Text
Making content relevant to me: SXSW
Panelists:
- Liz Gannes
- Douglas Merrill
- David Maher
- Christopher Dixon
- Geoffrey Roberts
#contentme is the hashtag for this session on twitter.
- Personalization has been around for 15 years, why are websites so impersonal? Answer: it’s hard
- Article here describes the end of anonymity on the net. How companies can pinpoint individuals based on data exhaust. http://33bits.org/2009/03/19/de-anonymizing-social-networks/
-
Operators of online social networks are increasingly
sharing potentially sensitive information about users and
their relationships with advertisers, application developers,
and data-mining researchers. Privacy is typically protected
by anonymization, i.e., removing names, addresses, etc.
We present a framework for analyzing privacy and
anonymity in social networks and develop a new
re-identification algorithm targeting anonymized socialnetwork
graphs. To demonstrate its effectiveness on realworld
networks, we show that a third of the users who
can be verified to have accounts on both Twitter, a popular
microblogging service, and Flickr, an online photo-sharing
site, can be re-identified in the anonymous Twitter graph
with only a 12% error rate.
Our de-anonymization algorithm is based purely on the
network topology, does not require creation of a large
number of dummy “sybil” nodes, is robust to noise and all
existing defenses, and works even when the overlap between
the target network and the adversary’s auxiliary information
is small.
- Google uses over 200 signals to rank ads and searches. (your data exhaust)
- hunch - makes recommendations to you, based on your personal context and profile.
- the filter - recommendation and relevance engine, b2b engine, for digital content (sounds like music/video mostly)
- hunch guy - non-obvious recommendations: what car you’d like to buy, what vacation you should go on, whether you should have another kid. decision support for over 5000 topics. users answer 140 questions about themselves. some correlation: if you like to dance, you should switch to a mac
- the filter - crop prices and the weather, recommendations to help them manage their life.
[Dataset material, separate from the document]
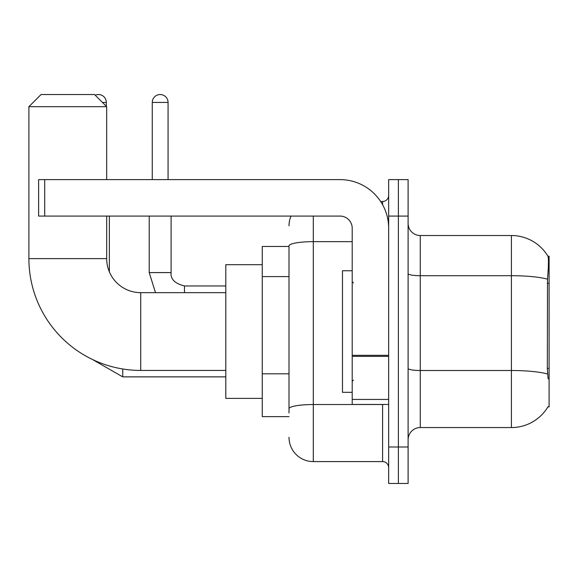 <?xml version="1.0" encoding="UTF-8"?>
<svg xmlns="http://www.w3.org/2000/svg" width="578" height="578" viewBox="0 0 578 578"><rect width="100%" height="100%" fill="white"/><g stroke="black" fill="none" stroke-linecap="round" stroke-linejoin="round"><path stroke-width="0.87" d="M547.908 406.898L548.117 406.536A42.541 42.541 0 0 1 511.422 427.561A42.541 42.541 0 0 0 547.908 406.898L549.1 406.898L549.1 256.184L547.995 256.336A42.541 42.541 0 0 0 511.422 235.521A42.541 42.541 0 0 1 547.908 256.184A42.541 42.541 0 0 0 511.422 235.521L420.264 235.521A12.152 12.152 0 0 1 408.111 223.368A12.152 12.152 0 0 0 420.264 235.521L420.264 427.561A12.152 12.152 0 0 0 408.111 439.714M289 246.459L262.26 246.459L262.26 416.622L289 416.622M398.387 447.004L398.387 483.468L408.111 483.468L408.111 447.004L398.387 447.004L398.387 483.468L388.662 483.468L388.662 447.004L398.387 447.004L398.387 216.078L398.387 447.004M388.662 447.004L388.662 179.614L398.387 179.614L398.387 216.078L398.387 179.614L408.111 179.614L408.111 447.004M548.117 378.944L547.337 368.381L547.51 279.174C548.565 265.952 548.724 258.344 547.995 256.336A42.541 42.541 0 0 0 511.422 235.521L511.422 275.699L420.264 275.699A12.152 2.11 0 0 1 408.111 273.589M547.641 374.009A42.541 7.384 180 0 0 511.422 370.498L511.422 427.561L420.264 427.561M289 412.974L289 245.888A24.305 4.219 180 0 1 313.305 241.662L352.204 241.662M313.305 216.078L313.305 461.591L382.585 461.591L382.585 404.463M380.649 201.491L382.585 201.491A6.076 6.076 0 0 0 388.662 195.415M388.662 467.667A6.076 6.076 0 0 0 382.585 461.591M289 225.796A24.305 24.305 0 0 1 291.03 216.078M313.305 461.591A24.305 24.305 0 0 1 289 437.279M352.204 270.771L342.479 270.771L342.479 392.31L352.204 392.31M225.796 370.433L140.721 370.433A111.821 111.821 0 0 1 28.9 258.612L28.9 106.684L41.052 94.532L94.532 94.532L106.684 106.684L28.9 106.684M140.721 370.433L140.721 292.649A34.03 34.03 0 0 1 106.684 258.612L106.684 216.078M106.684 179.614L106.684 106.684M262.26 264.695L225.796 264.695L225.796 398.387L262.26 398.387M95.211 95.211A7.897 7.897 0 0 1 106.323 102.436L106.323 106.323M109.358 271.841L109.358 216.078M152.267 179.614L152.267 102.436A7.897 7.897 0 0 1 160.164 94.532A7.897 7.897 0 0 1 168.068 102.436L168.068 179.614M149.225 216.078L149.225 272.592L171.102 272.592L171.102 216.078M388.662 404.463L352.204 404.463L352.204 355.318L388.662 355.318M388.662 228.231A48.617 48.617 0 0 0 340.045 179.614L44.701 179.614L44.701 216.078L340.045 216.078A12.152 12.152 0 0 1 352.204 228.231L352.204 355.318M44.701 216.078L38.625 216.078L38.625 179.614L44.701 179.614M549.1 283.299L547.337 283.299M549.1 368.381L547.337 368.381M289 276.595L262.26 276.595M289 373.822L262.26 373.822M547.51 279.174A42.541 7.384 180 0 0 511.422 275.699L511.422 370.498L420.264 370.498A12.152 2.11 -0 0 1 408.111 368.388M408.111 216.078L388.662 216.078M384.695 404.463A6.076 1.055 0 0 1 382.585 404.528L313.305 404.528A24.305 4.219 180 0 0 289 408.754M382.585 204.691L382.585 201.491M28.9 258.612L106.684 258.612M225.796 376.878L122.731 376.878L92.292 359.4L122.731 376.878L92.292 359.4L122.731 376.878L92.292 359.4L122.731 376.878L92.292 359.4L122.731 376.878L122.731 368.974M102.436 102.436L106.323 102.436M152.267 102.436L168.068 102.436M184.476 292.649L184.476 285.98C174.823 283.531 170.366 279.073 171.102 272.592C170.366 279.073 174.823 283.531 184.476 285.958C174.823 283.531 170.366 279.073 171.102 272.592C170.366 279.073 174.823 283.531 184.476 285.958C174.823 283.531 170.366 279.073 171.102 272.592C170.366 279.073 174.823 283.531 184.476 285.958C174.823 283.531 170.366 279.073 171.102 272.592C170.366 279.073 174.823 283.531 184.476 285.958L225.796 285.958M388.662 356.373L352.204 356.373M352.204 399.441L388.662 399.441M353.418 282.924L352.204 281.71M353.418 380.158L352.204 381.372M225.796 292.649L140.721 292.649M92.292 359.4L122.731 376.878M149.225 272.592L155.489 292.649L149.225 272.592"/></g></svg>

Gigfinder - recommends gigs based on your music preferences and your location.
- the filter looks for connections between the content, rather than connections based on titles. And they feel they can prove that based on consumption. 40% increase in time spent on site based on their better correlation engines.
- Roberts of the filter says ‘we make sure our recommender now only remembers, but forgets as well. Inputs should have decay.’
- Netflix was going to use more demographic data sometimes gives you better relevance on recommendations, but they backed down based on lawsuits.
- Douglas: De-anonymization of data is a terrifying thing. Had problem with google search data. It’s not that hard to work back from generic set of signals back to an individual person.
- Important not to be paralyzed by fear. Removing the name fromt he database is different than providing aggregates. Sharing correlations, but not tying those to particular usage sets from a person is different and not dangerous in the same league as just anonymized data sets.
- Interoperable recommendation sets coming?
- Location is very important as a key variable for interoperability.
- people can have taste profiles, and they can follow others based on their similar tasets, and that’s all volitional.
- hard to scale the data across more domains. Portability is very difficult for generic relevance engines.
- Analysis of data that has been created by the corporation is seen as corporate owned, but it would be great for people to share in order to create a cross-domain content recommendation engine.
- It’s worth exploring changing the UI based on consumption patterns of the content. Not completely thought through yet. - adaptive UI changes based on who you are and how you use.
- Somebody help make relevance out of all the content we’re seeing…
- something that helps me spawns some corporate application (insurance company) so users need to be able to keep my data anonymized
- location based advertising old world example: billboards or street teams.
- Time:aging; if my preferences are curated by my usage several years ago - how useful is that? I pass through life stages that you can’t predict.
- No recommendation engine has been around long enough.
- Let the filter ‘forget’ over time. Necessary part of the engine over time. Weight now/recent vs. older data exhaust.
- Better click-through on female focused sites/content than male focused. “women are browsers, men are searchers.”
- It’s very computationally hard to provide a truly relevant website. Therefore most sites don’t do or don’t do well.
- Can make good inference from a single data set like a few movie photos about some personal items like ‘gender’.
- Join with another data set, and you can predict actual user identity, place on map with a photo.
- Hard to scale expert knowledge; case in point zimbabwe music is rarely recommended set. not enough experts to scale their recommendation.
- If you have ten million tracks, so 80/20 rule will apply. 20% will do 80% of sales. So long tail may never appeal. There must be other ways to pull out content that is less expected from the long tail that you might like.